TASK DETAILS:
Search the data for the word "changed". Reproduce every line where it is found.

── GIVEN INFORMATION

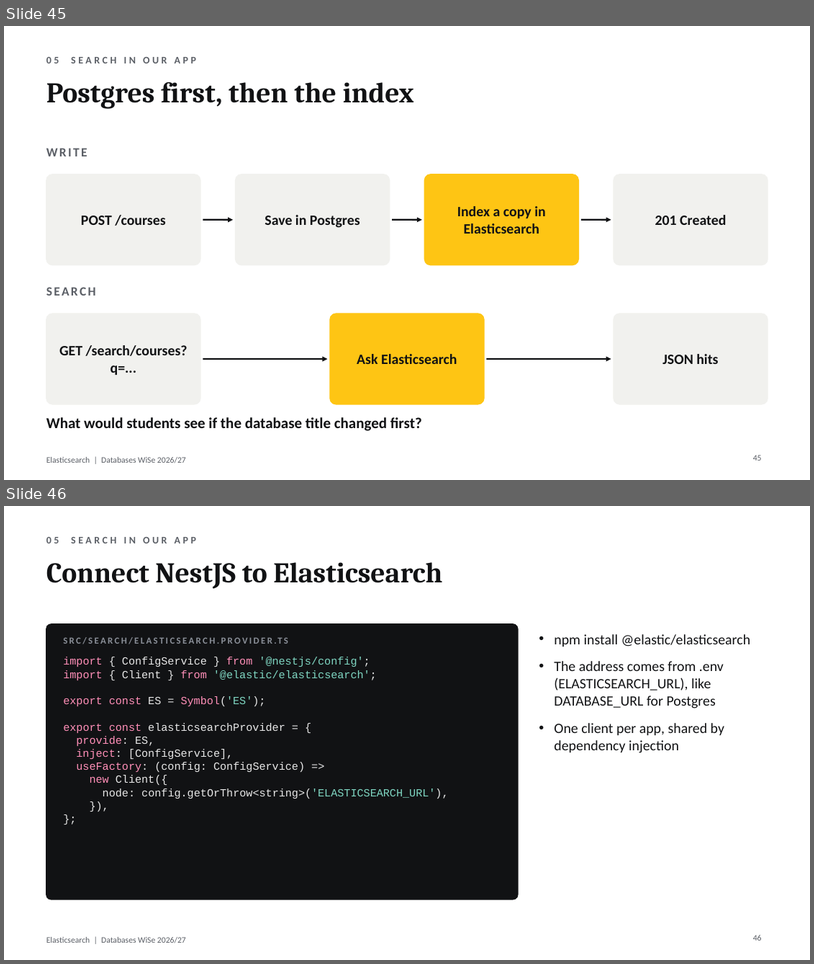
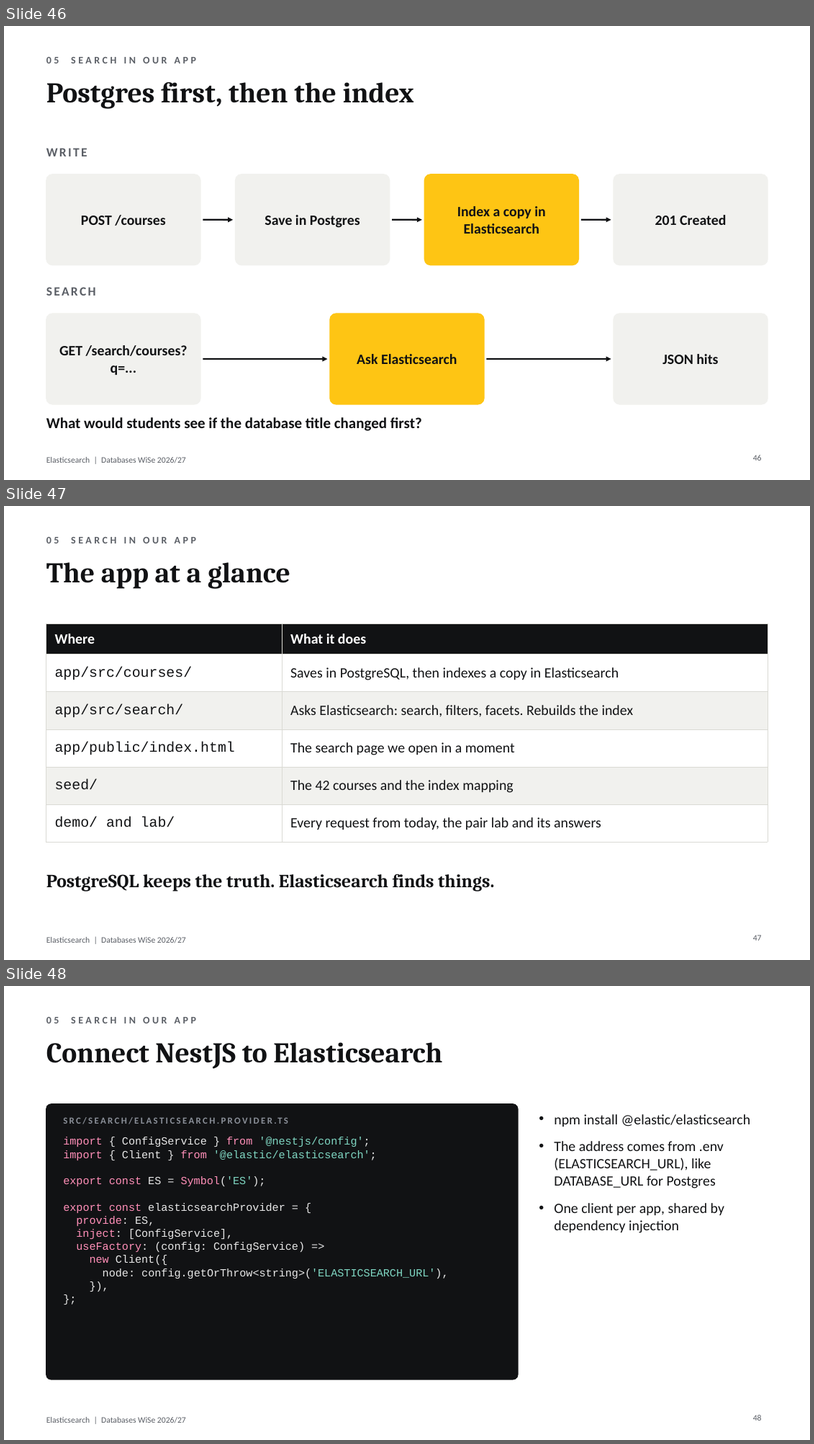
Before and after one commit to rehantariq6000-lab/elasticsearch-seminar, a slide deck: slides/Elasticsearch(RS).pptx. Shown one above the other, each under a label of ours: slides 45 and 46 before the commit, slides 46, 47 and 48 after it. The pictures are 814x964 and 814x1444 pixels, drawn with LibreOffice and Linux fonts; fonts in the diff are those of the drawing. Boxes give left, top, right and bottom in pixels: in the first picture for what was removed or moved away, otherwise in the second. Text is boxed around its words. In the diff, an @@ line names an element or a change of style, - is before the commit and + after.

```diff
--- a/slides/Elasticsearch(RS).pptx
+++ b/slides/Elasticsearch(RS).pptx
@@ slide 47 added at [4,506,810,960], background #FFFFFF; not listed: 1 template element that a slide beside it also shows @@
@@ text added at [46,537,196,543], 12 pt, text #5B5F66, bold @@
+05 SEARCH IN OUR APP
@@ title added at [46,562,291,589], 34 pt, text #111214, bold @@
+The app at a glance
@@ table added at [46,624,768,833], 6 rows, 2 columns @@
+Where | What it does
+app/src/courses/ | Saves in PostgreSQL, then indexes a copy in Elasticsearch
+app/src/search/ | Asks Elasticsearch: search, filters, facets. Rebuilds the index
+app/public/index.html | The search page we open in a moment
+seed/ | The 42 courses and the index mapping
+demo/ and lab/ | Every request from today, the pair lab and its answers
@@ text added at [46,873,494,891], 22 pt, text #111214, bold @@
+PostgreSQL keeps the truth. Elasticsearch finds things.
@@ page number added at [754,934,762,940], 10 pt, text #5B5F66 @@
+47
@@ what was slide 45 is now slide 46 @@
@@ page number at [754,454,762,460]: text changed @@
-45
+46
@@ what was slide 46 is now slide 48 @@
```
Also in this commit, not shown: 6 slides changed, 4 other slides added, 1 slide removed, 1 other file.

────
── GIVEN INFORMATION

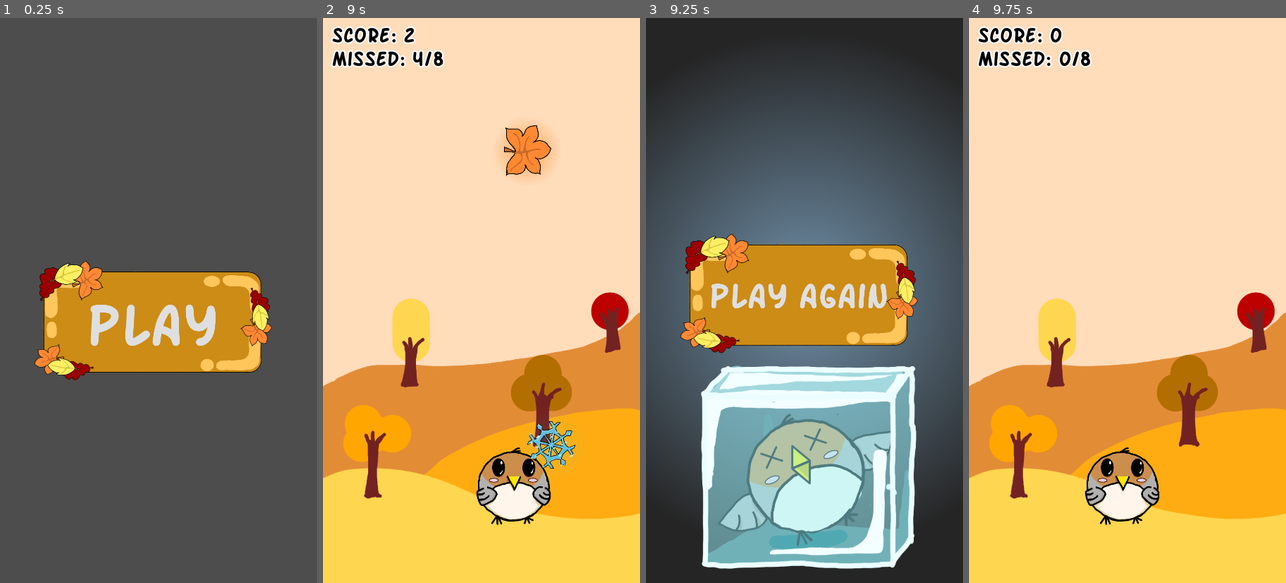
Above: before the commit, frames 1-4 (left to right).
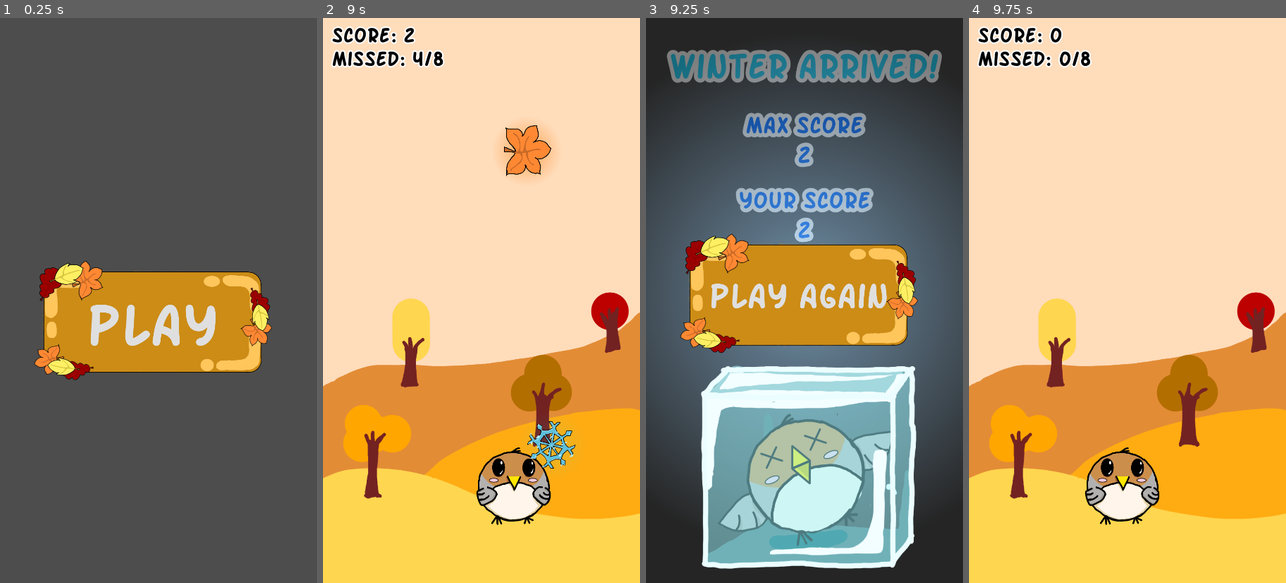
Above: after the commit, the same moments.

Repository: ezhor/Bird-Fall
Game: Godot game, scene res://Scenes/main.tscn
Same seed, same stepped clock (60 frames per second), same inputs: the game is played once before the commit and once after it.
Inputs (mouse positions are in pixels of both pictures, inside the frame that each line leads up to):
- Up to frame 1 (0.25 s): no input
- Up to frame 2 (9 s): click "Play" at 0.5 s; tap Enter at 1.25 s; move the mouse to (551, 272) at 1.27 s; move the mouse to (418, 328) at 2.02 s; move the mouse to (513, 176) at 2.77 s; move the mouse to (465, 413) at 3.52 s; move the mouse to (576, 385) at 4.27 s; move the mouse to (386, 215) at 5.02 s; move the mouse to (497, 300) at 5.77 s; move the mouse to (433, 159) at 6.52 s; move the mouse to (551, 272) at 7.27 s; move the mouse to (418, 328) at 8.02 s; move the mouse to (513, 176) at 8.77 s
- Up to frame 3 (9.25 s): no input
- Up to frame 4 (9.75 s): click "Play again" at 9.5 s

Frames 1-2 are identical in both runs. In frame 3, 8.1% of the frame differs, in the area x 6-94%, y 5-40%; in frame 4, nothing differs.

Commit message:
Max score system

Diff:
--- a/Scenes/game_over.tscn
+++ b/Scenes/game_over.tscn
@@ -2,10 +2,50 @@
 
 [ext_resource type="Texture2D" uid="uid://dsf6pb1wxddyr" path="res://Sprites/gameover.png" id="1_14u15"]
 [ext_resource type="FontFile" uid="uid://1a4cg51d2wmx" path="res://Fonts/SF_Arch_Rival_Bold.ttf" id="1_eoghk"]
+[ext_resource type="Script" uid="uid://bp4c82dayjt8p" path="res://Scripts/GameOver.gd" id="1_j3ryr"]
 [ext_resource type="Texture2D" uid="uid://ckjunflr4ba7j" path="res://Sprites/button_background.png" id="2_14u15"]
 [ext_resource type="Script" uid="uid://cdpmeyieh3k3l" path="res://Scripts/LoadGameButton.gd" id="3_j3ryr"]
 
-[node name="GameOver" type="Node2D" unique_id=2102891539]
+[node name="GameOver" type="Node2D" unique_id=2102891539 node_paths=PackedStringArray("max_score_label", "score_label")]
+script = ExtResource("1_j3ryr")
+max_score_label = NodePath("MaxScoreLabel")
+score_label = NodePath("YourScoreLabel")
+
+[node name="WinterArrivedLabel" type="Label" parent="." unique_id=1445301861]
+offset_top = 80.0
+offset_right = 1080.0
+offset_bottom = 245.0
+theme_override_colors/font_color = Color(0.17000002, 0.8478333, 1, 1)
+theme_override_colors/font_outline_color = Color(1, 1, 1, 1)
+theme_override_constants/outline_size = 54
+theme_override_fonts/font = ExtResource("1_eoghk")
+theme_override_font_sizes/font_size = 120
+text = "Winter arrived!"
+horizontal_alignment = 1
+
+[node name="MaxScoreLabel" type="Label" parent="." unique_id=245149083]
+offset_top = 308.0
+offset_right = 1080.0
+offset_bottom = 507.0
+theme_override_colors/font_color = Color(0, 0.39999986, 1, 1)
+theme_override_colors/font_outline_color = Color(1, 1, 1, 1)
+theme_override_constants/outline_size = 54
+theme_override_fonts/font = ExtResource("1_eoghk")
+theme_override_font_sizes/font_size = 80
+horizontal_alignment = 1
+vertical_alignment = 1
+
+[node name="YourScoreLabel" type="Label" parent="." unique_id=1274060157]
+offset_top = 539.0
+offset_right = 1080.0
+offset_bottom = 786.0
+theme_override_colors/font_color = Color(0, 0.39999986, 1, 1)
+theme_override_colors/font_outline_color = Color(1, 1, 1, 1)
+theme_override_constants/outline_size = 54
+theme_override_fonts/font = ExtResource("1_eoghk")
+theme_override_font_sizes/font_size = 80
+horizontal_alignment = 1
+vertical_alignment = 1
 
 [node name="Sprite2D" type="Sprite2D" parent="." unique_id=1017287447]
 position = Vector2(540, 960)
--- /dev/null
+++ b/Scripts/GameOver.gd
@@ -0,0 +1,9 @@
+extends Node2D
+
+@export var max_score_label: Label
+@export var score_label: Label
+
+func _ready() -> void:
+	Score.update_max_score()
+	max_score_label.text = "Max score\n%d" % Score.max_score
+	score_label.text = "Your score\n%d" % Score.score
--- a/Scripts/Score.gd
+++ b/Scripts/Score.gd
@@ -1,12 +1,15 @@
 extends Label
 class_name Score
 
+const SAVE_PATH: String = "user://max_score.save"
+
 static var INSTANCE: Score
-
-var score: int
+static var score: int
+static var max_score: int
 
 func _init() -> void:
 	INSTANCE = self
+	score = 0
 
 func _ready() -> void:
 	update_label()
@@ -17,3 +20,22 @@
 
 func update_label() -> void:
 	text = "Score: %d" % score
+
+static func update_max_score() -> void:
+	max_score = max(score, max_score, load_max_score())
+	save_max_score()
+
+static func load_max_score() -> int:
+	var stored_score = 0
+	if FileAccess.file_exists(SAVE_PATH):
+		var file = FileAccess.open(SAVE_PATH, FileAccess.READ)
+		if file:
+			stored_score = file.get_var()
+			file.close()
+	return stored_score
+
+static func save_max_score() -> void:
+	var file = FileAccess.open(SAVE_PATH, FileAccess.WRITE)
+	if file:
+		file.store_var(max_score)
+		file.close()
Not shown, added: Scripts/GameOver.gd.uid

────

EXERCISE RESPONSE:
@@ page number at [754,454,762,460]: text changed @@
Also in this commit, not shown: 6 slides changed, 4 other slides added, 1 slide removed, 1 other file.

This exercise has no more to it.